Objective: When integrated behavioral health clinicians (IBHCs) and residents co-manage patients, residents may learn new approaches. We aimed to understand the effect of co-management on residents' behavioral health (BH) management learning.
Methods: Residents completed a web-based survey enquiring: whether co-management included a shared visit and/or face-to-face meeting with an IBHC, whether residents received feedback from the IBHC, and what they learned. Qualitative responses were coded thematically using a constant comparative method.

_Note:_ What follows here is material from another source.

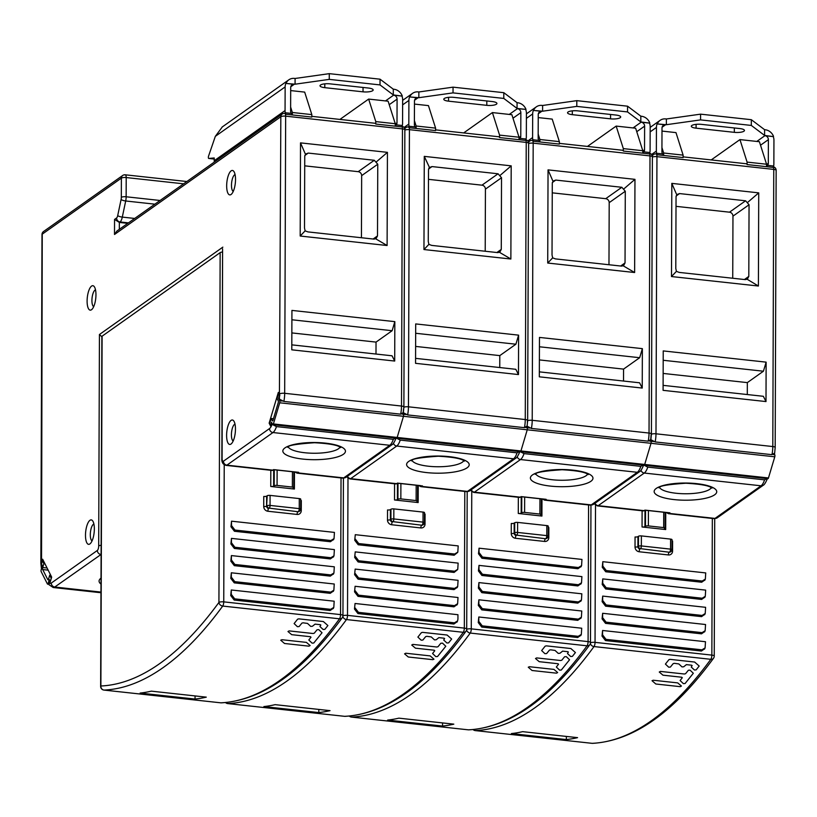<?xml version="1.0" encoding="UTF-8"?>
<svg xmlns="http://www.w3.org/2000/svg" width="817" height="817" viewBox="0 0 817 817"><rect width="100%" height="100%" fill="white"/><g stroke="black" fill="none" stroke-linecap="round" stroke-linejoin="round"><path stroke-width="1.23" d="M272.051 423.318L271.51 423.257L272.061 424.35L276.473 426.597L393.294 439.342L395.826 437.851L400.238 440.097L517.059 452.843L519.592 451.352L524.014 453.609L640.824 466.354L643.357 464.863L647.779 467.11L764.589 479.855L767.122 478.364M668.296 512.657L669.92 512.831L669.123 513.403L715.008 518.407L761.076 485.798A3.728 3.339 -125.3 0 0 763.241 485.257C764.242 484.92 765.56 482.857 767.204 479.079L767.224 478.619M645.614 510.176L669.92 512.831M774.465 453.118L771.963 454.671L655.152 441.926L650.7 439.617L651.169 434.378M773.403 166.76A3.728 3.728 0 0 1 776.15 170.365A3.728 1.021 -179.8 0 0 773.76 169.405L656.95 156.66A3.728 1.287 96.2 0 0 656.245 153.994L657.042 154.74A9.692 8.691 -125.3 0 1 656.592 153.259L655.704 153.882M656.592 153.259A9.692 8.691 -125.3 0 1 656.357 151.084L656.439 127.432A9.692 8.691 -125.3 0 1 657.144 123.918L665.487 124.838A3.728 3.339 54.7 0 0 662.005 128.034L661.923 151.686A3.728 3.339 54.7 0 0 662.607 153.913L656.592 153.259L662.607 153.913A3.728 3.339 54.7 0 0 663.649 154.985L663.649 153.004L683.124 155.128L683.114 157.589L657.042 154.74M766.56 164.227L759.412 141.719L739.947 139.595L747.095 162.103L766.56 164.227L766.55 166.208A3.728 3.339 54.7 0 0 767.602 165.371L766.724 165.984L767.602 165.371L773.617 166.025A9.692 8.691 -125.3 0 1 773.158 167.403L747.085 164.564A3.728 1.287 -83.8 0 0 746.401 163.768L683.114 156.864M758.401 286.021L671.492 276.544L671.809 183.376L758.727 192.863L758.401 286.021L747.198 279.291M765.999 401.566L663.087 390.342L663.23 350.922L766.132 362.145L765.999 401.566L763.344 396.296L663.108 385.358M747.095 162.103L747.085 164.564M739.947 139.595L711.219 159.928M661.933 147.591L663.649 153.004M683.124 155.128L675.976 132.609L661.995 131.088M671.809 183.376L676.68 194.64L679.54 193.578L745.594 200.788L749.056 204.75L748.801 276.412L747.381 279.118L745.318 279.618L679.264 272.418L676.415 271.377L675.792 268.456L676.047 196.785L676.966 194.415M671.492 276.544L676.415 271.377M732.737 278.25L732.961 216.148A3.728 3.339 -125.3 0 0 729.489 212.185L676.016 206.344M747.657 202.381L758.727 192.863M663.2 360.277L763.425 371.214L766.132 362.145M763.425 371.214L747.33 382.611L663.149 373.43M747.289 394.55L747.33 382.611M650.679 440.598L651.016 441.272A1.491 0.511 96.2 0 1 651.18 442.171A1.491 0.511 96.2 0 1 651.016 443.294L644.695 464.454A1.491 0.511 96.2 0 1 644.153 465.19A1.491 0.511 96.2 0 1 643.939 464.996A1.491 0.511 -83.8 0 0 644.153 465.19A1.491 0.511 -83.8 0 0 644.695 464.454L651.016 443.294A1.491 0.511 -83.8 0 0 651.18 442.171A1.491 0.511 -83.8 0 0 651.016 441.272L650.679 440.598M767.704 478.496A1.491 0.511 -83.8 0 0 767.929 478.691A1.491 0.511 -83.8 0 0 768.46 477.955L774.782 456.805A1.491 0.511 -83.8 0 0 774.945 455.682A1.491 0.511 -83.8 0 0 774.792 454.773L774.445 454.109M590.344 643.541A3.728 3.002 36.2 0 0 594.01 646.564A684.176 236.246 96.2 0 1 475.32 730.592A3.728 1.287 96.2 0 1 475.259 730.592A3.728 1.287 96.2 0 1 475.167 730.572M566.334 739.569A684.176 236.246 96.2 0 0 577.578 737.649L522.655 731.654A684.176 236.246 -83.8 0 1 511.401 733.574L566.334 739.569L566.344 736.423M606.081 622.166L605.54 623.371L701.497 633.839L702.038 632.634L705.163 630.714L705.541 624.515L602.64 613.291L602.619 617.652L606.081 622.166L702.038 632.634M704.775 631.521L701.497 633.839M602.64 613.291L602.078 618.857L605.54 623.371M606.143 604.968L605.601 606.173L701.558 616.641L702.099 615.436L705.224 613.516L705.602 607.317L602.691 596.093L602.68 600.454L606.143 604.968L702.099 615.436M704.836 614.323L701.558 616.641M602.691 596.093L602.139 601.659L605.601 606.173M606.204 587.76L605.663 588.965L701.619 599.433L702.16 598.228L705.285 596.308L705.663 590.119L602.752 578.896L602.742 583.256L606.204 587.76L702.16 598.228M704.897 597.125L701.619 599.433M602.752 578.896L602.2 584.451L605.663 588.965M606.265 570.562L605.724 571.767L701.68 582.235L702.212 581.03L705.347 579.11L705.725 572.921L602.813 561.688L602.803 566.048L606.265 570.562L702.212 581.03M704.959 579.927L701.68 582.235M602.813 561.688L602.262 567.253L605.724 571.767M665.692 529.559L642.05 526.975A2.237 0.613 -179.8 0 0 644.94 526.638L645.481 526.26A2.237 0.613 0.2 0 1 648.371 525.913L663.67 527.588A2.237 0.613 0.2 0 1 665.099 528.16A2.237 0.613 0.2 0 1 664.946 528.385L664.405 528.762A2.237 0.613 -179.8 0 0 664.262 528.977A2.237 0.613 -179.8 0 0 665.692 529.559L665.753 512.473M602.578 630.489L602.017 636.055L605.479 640.569L701.435 651.037L701.977 649.832L705.102 647.912L705.479 641.723L602.578 630.489L602.558 634.85L606.02 639.364L701.977 649.832M704.714 648.729L701.435 651.037M671.86 539.894A2.237 0.613 -179.8 0 0 672.013 539.669A2.237 0.613 -179.8 0 0 670.583 539.097L641.376 535.911A2.237 0.613 -179.8 0 0 638.486 536.248L637.954 536.626A2.237 0.613 0.2 0 1 635.054 536.973L635.023 547.002A4.473 4.014 54.7 0 0 639.18 551.761L668.388 554.947A4.473 4.014 54.7 0 0 672.575 551.097L672.605 541.068A2.237 0.613 0.2 0 1 672.003 540.966M680.265 686.668L655.816 684.003L652.027 680.704L653.273 680.234L677.712 682.9L681.429 686.055L680.265 686.668M659.268 672.023L660.432 671.411L684.37 674.015L685.555 673.708L688.353 670.267L690.048 670.144L693.327 673.259L685.075 683.523L683.38 683.645L680.101 680.53L682.307 677.722L681.766 677.232L662.975 675.179L659.268 672.023M674.372 663.322L673.188 663.629L670.389 667.07L668.694 667.193L665.416 664.078L668.919 659.666L670.103 659.36L694.644 662.046L699.189 666.039L696.145 669.879L694.45 670.011L691.253 667.04L692.132 665.528L691.539 665.191L686.382 664.629L683.706 666.784L682.011 666.907L678.815 663.935L674.372 663.322M700.557 119.895L700.577 114.155L666.386 118.976L666.366 124.705L700.557 119.895L751.313 125.43L764.579 135.428L773.26 136.592A9.692 8.691 -125.3 0 1 773.944 140.248L773.862 163.9A9.692 8.691 -125.3 0 1 773.617 166.025L767.602 165.371A3.728 3.339 54.7 0 0 768.307 163.298L768.389 139.646A3.728 3.339 54.7 0 0 764.916 135.683L773.26 136.592M666.366 124.705L657.144 123.918M734.33 132.344A7.455 2.042 -179.8 0 0 743.96 131.2A7.455 2.042 -179.8 0 0 744.461 130.475A7.455 2.042 -179.8 0 0 739.691 128.545L701.446 124.368A7.455 2.042 -179.8 0 0 691.815 125.512A7.455 2.042 -179.8 0 0 691.315 126.247A7.455 2.042 -179.8 0 0 696.084 128.167L734.33 132.344L734.34 127.963M751.313 125.43L751.334 119.701L764.6 129.689L764.579 135.428M700.577 114.155L751.334 119.701M657.419 123.735A9.692 8.691 -125.3 0 1 660.146 120.324A9.692 8.691 -125.3 0 1 665.784 118.914L666.386 118.976M764.6 129.689L765.212 129.76A9.692 8.691 -125.3 0 1 773.536 136.398M544.531 499.156L546.154 499.33L545.347 499.902L591.242 504.906L637.311 472.297A3.728 3.339 -125.3 0 0 639.476 471.746C640.477 471.409 641.794 469.356 643.439 465.578L643.449 465.118M521.849 496.675L546.154 499.33M527.363 422.389L527.404 420.878M649.638 153.259A3.728 3.728 0 0 1 652.385 156.864A3.728 1.021 -179.8 0 0 649.995 155.904L533.184 143.159A3.728 1.287 96.2 0 0 532.48 140.493L533.276 141.239A9.692 8.691 -125.3 0 1 532.827 139.758L531.938 140.381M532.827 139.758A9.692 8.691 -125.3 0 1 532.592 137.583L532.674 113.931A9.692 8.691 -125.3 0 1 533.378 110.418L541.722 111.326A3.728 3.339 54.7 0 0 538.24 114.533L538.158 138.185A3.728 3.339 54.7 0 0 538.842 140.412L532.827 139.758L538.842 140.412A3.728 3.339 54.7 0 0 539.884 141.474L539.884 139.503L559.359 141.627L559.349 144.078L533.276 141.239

Results: Among 117 respondents (overall response rate 72%, 117/163), from five residencies recruited from 40 residencies with BH integration, residents were significantly more likely to receive feedback if they had a shared visit with the patient and an IBHC (yes 69% vs. no 33%; adjusted OR 3.0, 95% CI 1.2-7.6). Residents reported three major learning themes: interpersonal communication skills awareness, BH skills awareness, and newly adopted attitudes toward BH. Residents who received feedback were more likely to report themes of interpersonal communication skills awareness (yes 26.6% vs. no 9.4%).
Conclusion: BH integration promotes increased feedback for residents practicing face-to-face co-management with IBHCs, and a positive influence regarding residents' attitudes and perceived skills.
Practical implications: Residency programs can meaningfully improve residents' learning by promoting face-to-face co-management with IBHCs.
Keywords: Behavioral medicine; Cooperative behavior; Graduate medical education; Mental health services; Patient care team; Primary care.